▸ **Goal of the exercise**
Without the images, reproduce every entry exactly.
Start of Data provided
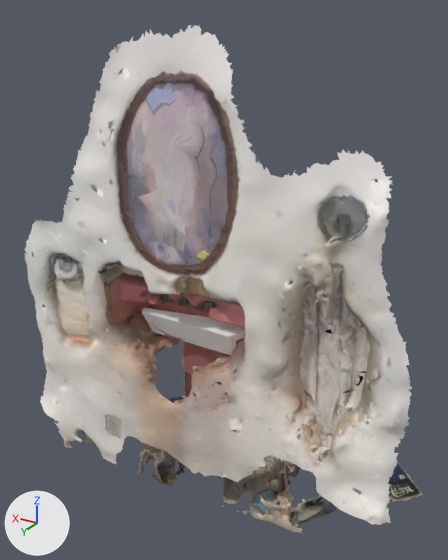
The glTF model static/kristina2.glb: old version first, new version second.
The view is the same before and after, from a camera (50 mm lens) standing at (-11.6, 20.6, 20.5) and looking at (1.1, -0.6, 10.0). The lights are fixed; the arrows at lower left show +X, +Y and +Z. Where no turn or scale is listed for an object, it has been applied to the vertices.

Objects in the first picture: 'Cube', 'Cube.001', 'mmGroup0', 'mmGroup0.001'.
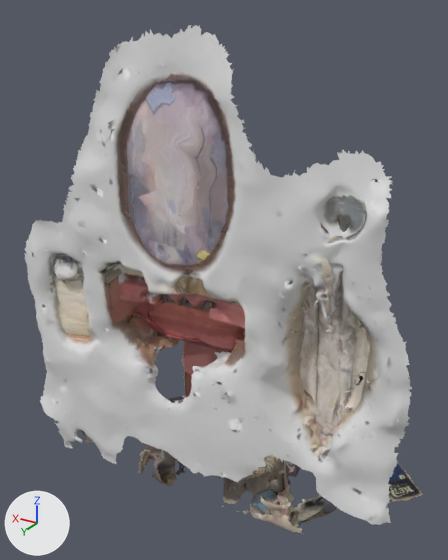
Where the change shows, as pixel boxes [x1, y1, x2, y2] in the pictures (448 x 560 px):
'mmGroup0.001', surface changed
    both: [34, 25, 412, 525]
'Cube.001', deleted
    before: [141, 308, 245, 355]

What the commit changed:
Picture 'fullscenekristina.002_albedo' (img_fullscenekristina_002_albedo) is new.
Material 'fullscenekristina.003' (mat_fullscenekristina_003) changes its picture from img_fullscenekristina_copy to img_fullscenekristina_002_albedo.
Object 'Cube.001' (ob_cube_001) is deleted.
End of Data provided
▸ **Result of the task**
The glTF model static/kristina2.glb: old version first, new version second.
The view is the same before and after, from a camera (50 mm lens) standing at (-11.6, 20.6, 20.5) and looking at (1.1, -0.6, 10.0). The lights are fixed; the arrows at lower left show +X, +Y and +Z. Where no turn or scale is listed for an object, it has been applied to the vertices.

Objects in the first picture: 'Cube', 'Cube.001', 'mmGroup0', 'mmGroup0.001'.
Where the change shows, as pixel boxes [x1, y1, x2, y2] in the pictures (448 x 560 px):
'mmGroup0.001', surface changed
    both: [34, 25, 412, 525]
'Cube.001', deleted
    before: [141, 308, 245, 355]

What the commit changed:
Picture 'fullscenekristina.002_albedo' (img_fullscenekristina_002_albedo) is new.
Material 'fullscenekristina.003' (mat_fullscenekristina_003) changes its picture from img_fullscenekristina_copy to img_fullscenekristina_002_albedo.
Object 'Cube.001' (ob_cube_001) is deleted.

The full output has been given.